This play is not about very much. A tour guide in a stuffy boring National Trust home with often surprising views about history (Tracey Walker as Lettice Douffet) meets her comeuppance when her employer, the stuffy Charlotte Schoen (Sharon Malujlo), eavesdrops on one of her presentations.
That these two opposites find common ground and eventually common purpose holds the narrative together but what makes this comedy work is the beautiful and at times sublime use of language by playwright Peter Shaffer. It is a treat in the mould of Oscar Wilde and George Bernard Shaw (and a host since) and like their works this is not diminished by the time since it was first performed – what fun all the aforementioned writers would have with virtual signalling and the PC crowd of today.

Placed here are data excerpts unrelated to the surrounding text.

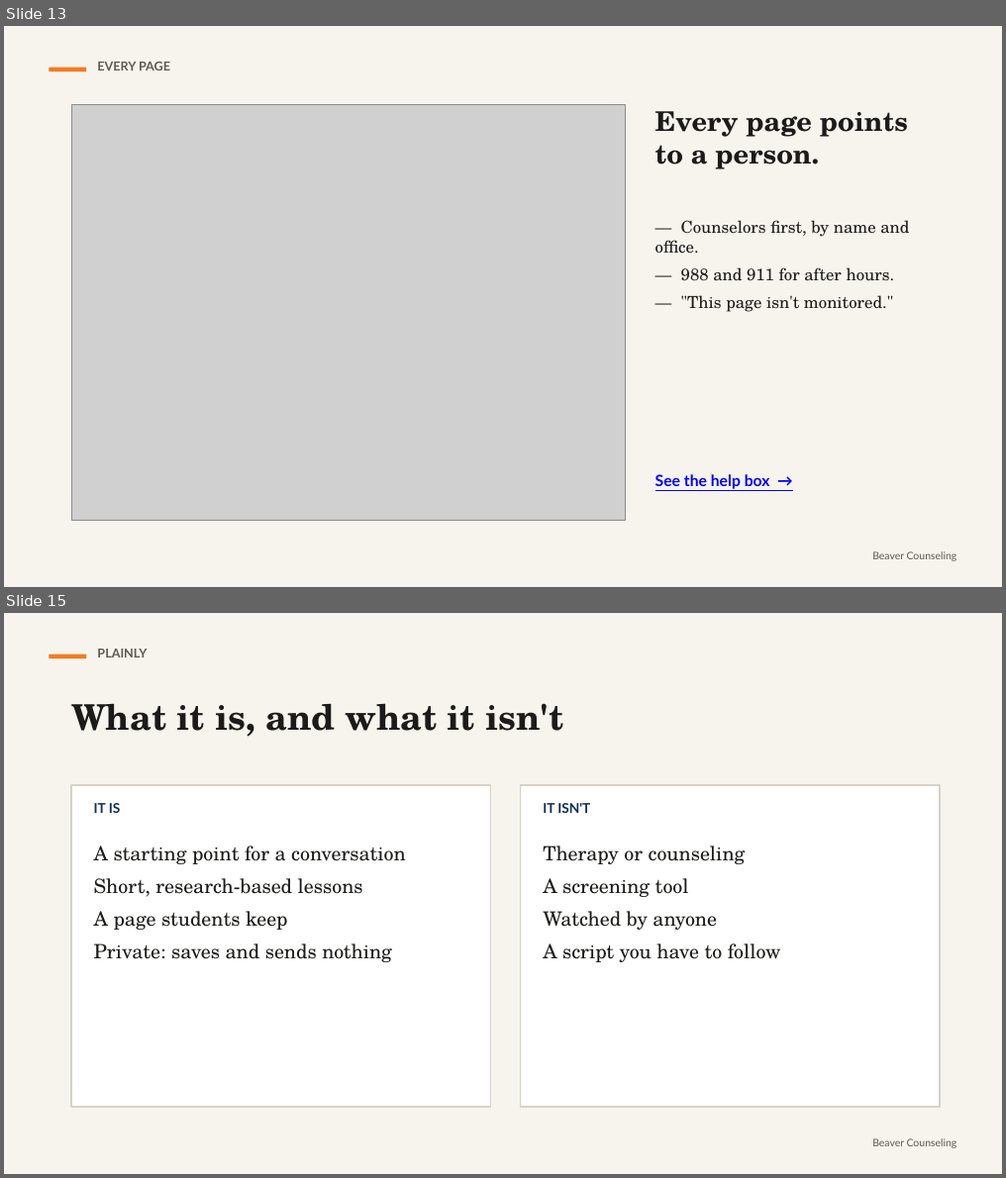
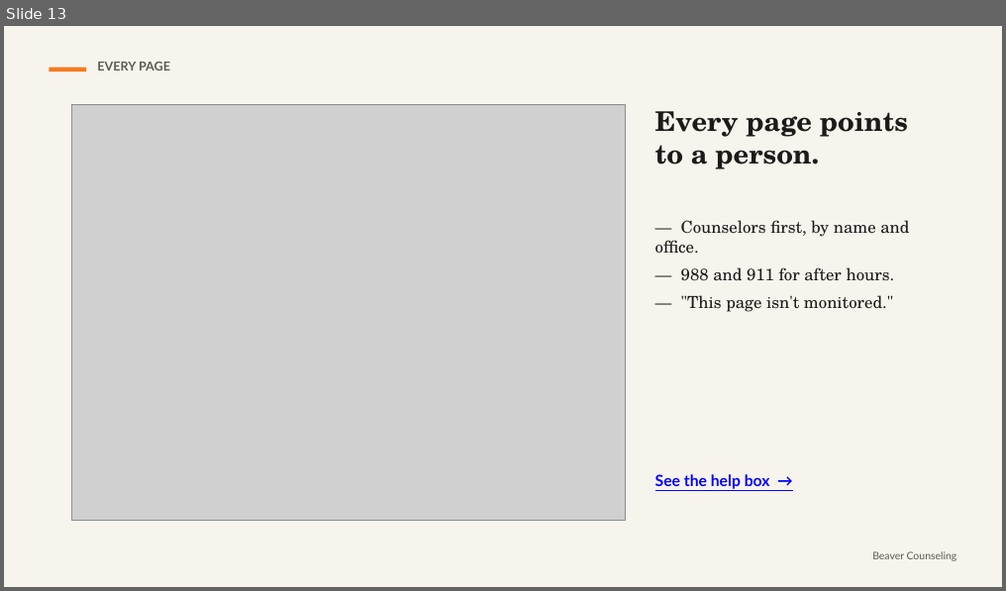
Before and after one commit to rmwtoolkit/bcds-toolkit, a slide deck: decks/using-the-toolkit-lesson-v2.pptx. Shown one above the other, each under a label of ours: slides 13 and 15 before the commit, slide 13 after it; the slides between them are not shown. The pictures are 1006x1178 and 1006x591 pixels, drawn with LibreOffice and Linux fonts; fonts in the diff are those of the drawing; grey boxes stand for pictures. Boxes give left, top, right and bottom in pixels: in the first picture for what was removed or moved away, otherwise in the second. Text is boxed around its words. In the diff, an @@ line names an element or a change of style, - is before the commit and + after.

```diff
--- a/decks/using-the-toolkit-lesson-v2.pptx
+++ b/decks/using-the-toolkit-lesson-v2.pptx
@@ slide 15 removed at <box>4,613,1002,1174</box>, background #F7F4EE @@
@@ rectangle removed at <box>49,655,86,659</box> @@
@@ text removed at <box>97,649,147,658</box> @@
-PLAINLY
@@ text removed at <box>71,703,563,737</box> @@
-What it is, and what it isn't
@@ rectangle removed at <box>71,785,491,1107</box> @@
@@ rectangle removed at <box>521,785,940,1107</box> @@
@@ text removed at <box>94,803,121,813</box> @@
-IT IS
@@ text removed at <box>543,803,590,813</box> @@
-IT ISN'T
@@ text removed at <box>94,846,406,962</box> @@
-A starting point for a conversation
-Short, research-based lessons
-A page students keep
-Private: saves and sends nothing
@@ text removed at <box>543,846,781,962</box> @@
-Therapy or counseling
-A screening tool
-Watched by anyone
-A script you have to follow
@@ text removed at <box>872,1139,957,1149</box> @@
-Beaver Counseling
```
Also in this commit, not shown: 7 slides changed, 6 slides added, 9 other slides removed, 2 other files.

But words on a page can sometime not get you very far if the players can’t get them across. In this both Walker and Malujlo exceed, bringing to the fore all their local and in Ms Malujlo’s case international experience. They are simply excellent; the imperturbable Walker and tightly wound ball of Malujlo playing off each other superbly. Timing is everything and with Angela Short’s tight direction both actors never miss delivering on their line with Walker warming to her task as the production advanced, by the end relishing her performance almost as much as her character would have.
Credit must also be given to Jack Robins’ Mr Bardolph; a study in impatience and legal weariness that is refreshed delightfully once the girls hit their stride before him.
This is great fun for lovers of a good laugh as well as those who revel in the wonders of language, a talent for which the English are unsurpassed.